# 922 Lockup



## jockoflocko (May 8, 2009)

I recently upgraded to a 922 from a 622. I have S1.18, running in Solo mode, and I run an HDMI splitter to 2 HDTVs. The receiver is not in an enclosed space, and I also have a USB hard drive attached to it. 

Almost every morning, about 15 minutes after I turn on the receiver it locks up (screen frozen, no sound). If I change the channel it un-freezes, and its usually OK for the rest of the day.

I did a search, but I didnt see anyone else with this specific problem. Could it be my HDMI splitter?
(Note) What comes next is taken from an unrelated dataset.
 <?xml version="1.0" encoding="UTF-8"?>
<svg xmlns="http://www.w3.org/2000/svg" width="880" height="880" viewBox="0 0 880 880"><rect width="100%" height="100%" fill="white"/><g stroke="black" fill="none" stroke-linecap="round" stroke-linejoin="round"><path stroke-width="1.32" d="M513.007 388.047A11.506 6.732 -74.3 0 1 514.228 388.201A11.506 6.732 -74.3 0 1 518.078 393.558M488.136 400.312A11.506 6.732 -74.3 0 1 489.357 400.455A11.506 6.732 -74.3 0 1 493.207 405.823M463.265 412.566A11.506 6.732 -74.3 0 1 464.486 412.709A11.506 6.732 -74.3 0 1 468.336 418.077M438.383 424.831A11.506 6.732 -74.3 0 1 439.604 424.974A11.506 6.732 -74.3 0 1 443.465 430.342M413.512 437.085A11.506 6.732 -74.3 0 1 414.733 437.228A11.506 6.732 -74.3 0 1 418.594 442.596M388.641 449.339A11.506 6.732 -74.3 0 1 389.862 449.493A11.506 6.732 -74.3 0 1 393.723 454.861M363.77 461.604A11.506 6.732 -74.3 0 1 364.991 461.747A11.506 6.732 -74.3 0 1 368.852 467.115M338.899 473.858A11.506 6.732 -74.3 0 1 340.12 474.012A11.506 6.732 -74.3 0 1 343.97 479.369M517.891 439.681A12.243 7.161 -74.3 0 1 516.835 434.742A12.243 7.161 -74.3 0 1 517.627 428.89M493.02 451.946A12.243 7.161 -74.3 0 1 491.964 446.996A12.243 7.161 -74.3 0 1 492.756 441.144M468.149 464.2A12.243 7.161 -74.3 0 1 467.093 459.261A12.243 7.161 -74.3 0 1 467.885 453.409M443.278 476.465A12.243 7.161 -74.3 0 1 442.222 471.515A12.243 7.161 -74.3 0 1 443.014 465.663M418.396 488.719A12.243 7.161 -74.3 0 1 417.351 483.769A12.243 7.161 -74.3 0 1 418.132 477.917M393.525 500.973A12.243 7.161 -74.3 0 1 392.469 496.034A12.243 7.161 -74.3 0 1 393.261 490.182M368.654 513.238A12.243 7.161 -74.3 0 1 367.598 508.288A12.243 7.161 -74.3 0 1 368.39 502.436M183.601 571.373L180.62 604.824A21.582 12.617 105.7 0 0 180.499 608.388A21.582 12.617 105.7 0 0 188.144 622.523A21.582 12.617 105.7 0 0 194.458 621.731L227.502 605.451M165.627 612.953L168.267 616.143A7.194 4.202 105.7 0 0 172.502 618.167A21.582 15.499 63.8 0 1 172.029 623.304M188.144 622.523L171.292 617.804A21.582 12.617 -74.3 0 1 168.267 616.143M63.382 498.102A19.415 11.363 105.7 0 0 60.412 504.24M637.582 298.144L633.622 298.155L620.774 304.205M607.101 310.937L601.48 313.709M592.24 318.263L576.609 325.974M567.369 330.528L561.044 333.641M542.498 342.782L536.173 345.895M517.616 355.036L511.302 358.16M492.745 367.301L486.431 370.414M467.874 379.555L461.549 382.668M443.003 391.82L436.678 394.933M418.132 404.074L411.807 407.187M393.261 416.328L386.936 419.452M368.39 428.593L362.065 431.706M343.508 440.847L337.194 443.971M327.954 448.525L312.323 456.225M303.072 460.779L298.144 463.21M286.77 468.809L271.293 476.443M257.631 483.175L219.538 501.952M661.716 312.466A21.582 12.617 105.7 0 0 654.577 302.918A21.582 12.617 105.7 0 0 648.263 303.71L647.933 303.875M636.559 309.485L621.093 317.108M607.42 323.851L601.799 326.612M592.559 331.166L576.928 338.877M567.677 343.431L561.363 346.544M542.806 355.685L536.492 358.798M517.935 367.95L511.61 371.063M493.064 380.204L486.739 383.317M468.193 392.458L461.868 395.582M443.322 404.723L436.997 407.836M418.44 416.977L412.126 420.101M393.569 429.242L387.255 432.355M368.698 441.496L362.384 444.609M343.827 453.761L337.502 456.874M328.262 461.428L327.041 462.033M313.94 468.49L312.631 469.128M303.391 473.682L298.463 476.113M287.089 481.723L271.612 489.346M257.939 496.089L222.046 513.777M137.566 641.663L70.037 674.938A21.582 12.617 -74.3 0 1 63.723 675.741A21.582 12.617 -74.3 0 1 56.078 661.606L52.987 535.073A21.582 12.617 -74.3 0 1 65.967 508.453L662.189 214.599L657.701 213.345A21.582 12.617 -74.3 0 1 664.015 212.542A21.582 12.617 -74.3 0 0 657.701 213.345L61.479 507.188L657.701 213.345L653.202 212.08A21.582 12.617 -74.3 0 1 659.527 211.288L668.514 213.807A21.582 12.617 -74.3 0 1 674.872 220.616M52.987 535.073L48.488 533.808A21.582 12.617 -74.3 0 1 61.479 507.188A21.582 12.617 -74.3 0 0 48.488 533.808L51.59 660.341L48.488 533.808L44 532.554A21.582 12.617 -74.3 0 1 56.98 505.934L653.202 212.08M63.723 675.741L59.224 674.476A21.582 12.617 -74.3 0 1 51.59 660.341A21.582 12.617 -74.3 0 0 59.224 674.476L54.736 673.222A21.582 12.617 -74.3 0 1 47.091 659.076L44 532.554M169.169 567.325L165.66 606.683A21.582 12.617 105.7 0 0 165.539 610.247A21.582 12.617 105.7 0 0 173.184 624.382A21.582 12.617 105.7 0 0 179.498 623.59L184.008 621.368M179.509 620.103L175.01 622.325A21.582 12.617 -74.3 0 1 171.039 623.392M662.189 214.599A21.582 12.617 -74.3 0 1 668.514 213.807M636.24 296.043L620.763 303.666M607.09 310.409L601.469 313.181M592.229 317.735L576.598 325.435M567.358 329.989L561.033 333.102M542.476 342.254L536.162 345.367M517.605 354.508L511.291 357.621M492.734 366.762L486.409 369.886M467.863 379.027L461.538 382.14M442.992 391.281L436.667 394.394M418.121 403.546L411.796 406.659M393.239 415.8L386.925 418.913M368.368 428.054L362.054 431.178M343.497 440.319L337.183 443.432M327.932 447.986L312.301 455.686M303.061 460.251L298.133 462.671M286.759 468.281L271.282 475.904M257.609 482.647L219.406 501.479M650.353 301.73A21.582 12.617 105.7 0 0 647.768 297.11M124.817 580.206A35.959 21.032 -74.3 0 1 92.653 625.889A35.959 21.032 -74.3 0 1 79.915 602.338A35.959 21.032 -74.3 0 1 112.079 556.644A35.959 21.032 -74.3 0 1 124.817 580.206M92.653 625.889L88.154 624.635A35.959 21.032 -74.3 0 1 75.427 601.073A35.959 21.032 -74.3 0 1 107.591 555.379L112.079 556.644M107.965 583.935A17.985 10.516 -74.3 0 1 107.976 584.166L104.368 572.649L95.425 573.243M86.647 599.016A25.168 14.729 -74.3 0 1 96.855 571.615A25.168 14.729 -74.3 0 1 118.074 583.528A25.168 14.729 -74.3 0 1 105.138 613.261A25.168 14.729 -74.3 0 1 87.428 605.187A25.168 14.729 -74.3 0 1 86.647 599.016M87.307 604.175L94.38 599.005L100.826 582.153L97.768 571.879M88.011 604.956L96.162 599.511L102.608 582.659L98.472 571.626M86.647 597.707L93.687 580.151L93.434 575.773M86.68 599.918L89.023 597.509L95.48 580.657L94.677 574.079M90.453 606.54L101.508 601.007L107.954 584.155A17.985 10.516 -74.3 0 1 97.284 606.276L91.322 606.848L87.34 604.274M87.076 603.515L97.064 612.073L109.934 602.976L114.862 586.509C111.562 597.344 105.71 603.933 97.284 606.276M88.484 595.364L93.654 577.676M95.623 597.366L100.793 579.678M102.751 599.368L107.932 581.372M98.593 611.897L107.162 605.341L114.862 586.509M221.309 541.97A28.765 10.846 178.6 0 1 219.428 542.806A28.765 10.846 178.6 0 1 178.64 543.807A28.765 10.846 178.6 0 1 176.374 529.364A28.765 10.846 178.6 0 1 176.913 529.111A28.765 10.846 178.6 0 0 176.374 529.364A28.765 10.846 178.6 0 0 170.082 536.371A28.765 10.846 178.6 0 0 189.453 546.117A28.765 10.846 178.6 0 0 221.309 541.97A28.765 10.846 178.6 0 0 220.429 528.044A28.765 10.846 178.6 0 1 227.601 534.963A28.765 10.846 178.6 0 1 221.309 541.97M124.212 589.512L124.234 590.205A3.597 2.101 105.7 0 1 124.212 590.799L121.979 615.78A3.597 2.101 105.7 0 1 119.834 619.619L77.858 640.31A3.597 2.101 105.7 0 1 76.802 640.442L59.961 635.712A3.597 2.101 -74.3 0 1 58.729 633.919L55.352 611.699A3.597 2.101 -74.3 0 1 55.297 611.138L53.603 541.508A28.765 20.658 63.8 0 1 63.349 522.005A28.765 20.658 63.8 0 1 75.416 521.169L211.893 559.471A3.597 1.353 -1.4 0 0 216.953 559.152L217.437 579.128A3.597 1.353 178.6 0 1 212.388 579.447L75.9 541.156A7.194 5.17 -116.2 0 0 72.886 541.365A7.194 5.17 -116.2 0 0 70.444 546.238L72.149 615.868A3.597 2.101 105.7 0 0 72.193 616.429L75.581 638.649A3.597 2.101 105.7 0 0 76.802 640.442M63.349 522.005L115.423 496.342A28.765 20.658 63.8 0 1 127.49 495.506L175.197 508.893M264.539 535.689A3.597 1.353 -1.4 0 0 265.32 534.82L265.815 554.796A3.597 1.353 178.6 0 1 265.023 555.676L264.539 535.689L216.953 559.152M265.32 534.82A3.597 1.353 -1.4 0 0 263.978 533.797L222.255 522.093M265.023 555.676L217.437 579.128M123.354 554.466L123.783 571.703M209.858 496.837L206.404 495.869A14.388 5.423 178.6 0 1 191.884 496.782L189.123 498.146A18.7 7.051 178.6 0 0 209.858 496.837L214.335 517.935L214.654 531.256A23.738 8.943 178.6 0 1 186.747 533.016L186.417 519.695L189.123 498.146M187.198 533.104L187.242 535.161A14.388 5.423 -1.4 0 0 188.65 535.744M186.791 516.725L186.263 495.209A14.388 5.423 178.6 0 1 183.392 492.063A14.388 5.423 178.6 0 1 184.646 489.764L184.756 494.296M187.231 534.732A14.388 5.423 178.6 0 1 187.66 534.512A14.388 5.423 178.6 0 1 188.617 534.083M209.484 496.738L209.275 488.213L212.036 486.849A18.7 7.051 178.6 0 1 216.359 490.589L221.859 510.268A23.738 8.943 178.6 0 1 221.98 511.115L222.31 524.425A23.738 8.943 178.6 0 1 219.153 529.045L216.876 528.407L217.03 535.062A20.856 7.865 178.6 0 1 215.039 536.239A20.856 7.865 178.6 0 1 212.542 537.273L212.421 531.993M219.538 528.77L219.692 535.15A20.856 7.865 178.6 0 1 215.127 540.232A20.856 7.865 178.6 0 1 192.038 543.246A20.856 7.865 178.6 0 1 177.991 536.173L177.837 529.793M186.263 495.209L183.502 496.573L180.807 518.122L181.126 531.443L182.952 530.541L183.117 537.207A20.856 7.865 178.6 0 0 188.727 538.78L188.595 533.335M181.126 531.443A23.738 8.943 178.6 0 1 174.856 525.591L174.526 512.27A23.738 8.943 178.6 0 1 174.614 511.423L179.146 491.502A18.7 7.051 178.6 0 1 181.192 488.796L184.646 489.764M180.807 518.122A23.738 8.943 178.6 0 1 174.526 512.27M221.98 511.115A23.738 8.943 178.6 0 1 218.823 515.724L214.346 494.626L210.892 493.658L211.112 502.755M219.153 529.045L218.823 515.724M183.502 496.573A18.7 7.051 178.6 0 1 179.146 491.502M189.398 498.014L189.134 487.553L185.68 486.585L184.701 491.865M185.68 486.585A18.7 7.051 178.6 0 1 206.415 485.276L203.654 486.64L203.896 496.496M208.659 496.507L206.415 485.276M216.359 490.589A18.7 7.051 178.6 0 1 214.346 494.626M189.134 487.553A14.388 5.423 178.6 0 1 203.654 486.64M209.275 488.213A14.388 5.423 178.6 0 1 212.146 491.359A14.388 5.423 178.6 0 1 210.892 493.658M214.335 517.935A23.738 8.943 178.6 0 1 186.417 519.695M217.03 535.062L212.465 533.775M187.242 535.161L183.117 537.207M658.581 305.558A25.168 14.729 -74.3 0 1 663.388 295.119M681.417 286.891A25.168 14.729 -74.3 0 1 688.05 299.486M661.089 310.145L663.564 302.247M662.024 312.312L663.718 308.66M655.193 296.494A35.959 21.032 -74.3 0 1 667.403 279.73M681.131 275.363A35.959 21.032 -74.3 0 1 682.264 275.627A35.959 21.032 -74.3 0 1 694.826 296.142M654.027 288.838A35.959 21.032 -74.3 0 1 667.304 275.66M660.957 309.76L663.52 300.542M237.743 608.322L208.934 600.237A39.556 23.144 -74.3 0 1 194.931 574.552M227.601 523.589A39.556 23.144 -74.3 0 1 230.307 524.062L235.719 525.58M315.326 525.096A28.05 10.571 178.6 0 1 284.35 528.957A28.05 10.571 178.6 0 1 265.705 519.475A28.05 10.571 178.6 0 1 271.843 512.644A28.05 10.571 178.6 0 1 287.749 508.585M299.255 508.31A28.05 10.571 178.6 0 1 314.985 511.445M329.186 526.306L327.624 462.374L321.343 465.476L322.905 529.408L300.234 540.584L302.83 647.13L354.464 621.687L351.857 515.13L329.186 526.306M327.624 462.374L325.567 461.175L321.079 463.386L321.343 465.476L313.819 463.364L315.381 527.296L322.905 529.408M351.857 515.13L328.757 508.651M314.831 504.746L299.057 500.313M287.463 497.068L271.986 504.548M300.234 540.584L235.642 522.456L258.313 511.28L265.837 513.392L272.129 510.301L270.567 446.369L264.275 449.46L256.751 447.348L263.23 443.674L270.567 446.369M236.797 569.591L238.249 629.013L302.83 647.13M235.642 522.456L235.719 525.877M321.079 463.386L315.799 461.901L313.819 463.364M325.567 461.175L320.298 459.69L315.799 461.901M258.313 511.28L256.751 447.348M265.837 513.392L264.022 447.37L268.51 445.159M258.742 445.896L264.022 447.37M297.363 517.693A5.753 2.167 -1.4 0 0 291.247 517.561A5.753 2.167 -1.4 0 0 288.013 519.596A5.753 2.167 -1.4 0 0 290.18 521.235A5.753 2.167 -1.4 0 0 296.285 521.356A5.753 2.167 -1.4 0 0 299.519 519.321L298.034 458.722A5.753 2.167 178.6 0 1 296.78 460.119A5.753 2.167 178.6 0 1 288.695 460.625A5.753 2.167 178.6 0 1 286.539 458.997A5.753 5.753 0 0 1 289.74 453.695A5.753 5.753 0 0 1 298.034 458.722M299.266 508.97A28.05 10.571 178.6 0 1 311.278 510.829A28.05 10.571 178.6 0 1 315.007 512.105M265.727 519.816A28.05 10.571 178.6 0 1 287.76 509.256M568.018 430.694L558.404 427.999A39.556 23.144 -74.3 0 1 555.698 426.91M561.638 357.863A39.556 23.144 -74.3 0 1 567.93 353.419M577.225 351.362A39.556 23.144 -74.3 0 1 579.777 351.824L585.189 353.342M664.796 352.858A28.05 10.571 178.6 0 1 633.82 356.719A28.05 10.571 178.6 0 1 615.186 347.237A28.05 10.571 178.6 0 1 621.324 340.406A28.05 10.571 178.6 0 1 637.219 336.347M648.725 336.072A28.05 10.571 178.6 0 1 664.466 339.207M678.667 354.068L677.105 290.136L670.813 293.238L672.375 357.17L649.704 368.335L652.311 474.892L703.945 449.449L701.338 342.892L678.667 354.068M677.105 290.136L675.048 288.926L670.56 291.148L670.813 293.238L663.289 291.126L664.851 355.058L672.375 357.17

I never had a problem using the splitter with my 622.


----------



## P Smith (Jul 25, 2002)

doesn't looks like the splitter is the culprit, try to do cold reboot - like you do for hanged PC


----------



## jockoflocko (May 8, 2009)

What do you mean by "cold reboot?" Ive pulled the power cord a few times, but that hasn't fixed it.


----------



## P Smith (Jul 25, 2002)

that's it - cold reboot
well, if you have portable fan, try to create same airflow as internal


----------



## Stewart Vernon (Jan 7, 2005)

jockoflocko said:


> Almost every morning, about 15 minutes after I turn on the receiver it locks up (screen frozen, no sound). If I change the channel it un-freezes, and its usually OK for the rest of the day.


What channel(s)?

I have seen this before on mine... usually when watching ESPNHD or ESPN2HD... and like you, if I change the channel and then change back, it will be fine for several days in a row sometimes after that.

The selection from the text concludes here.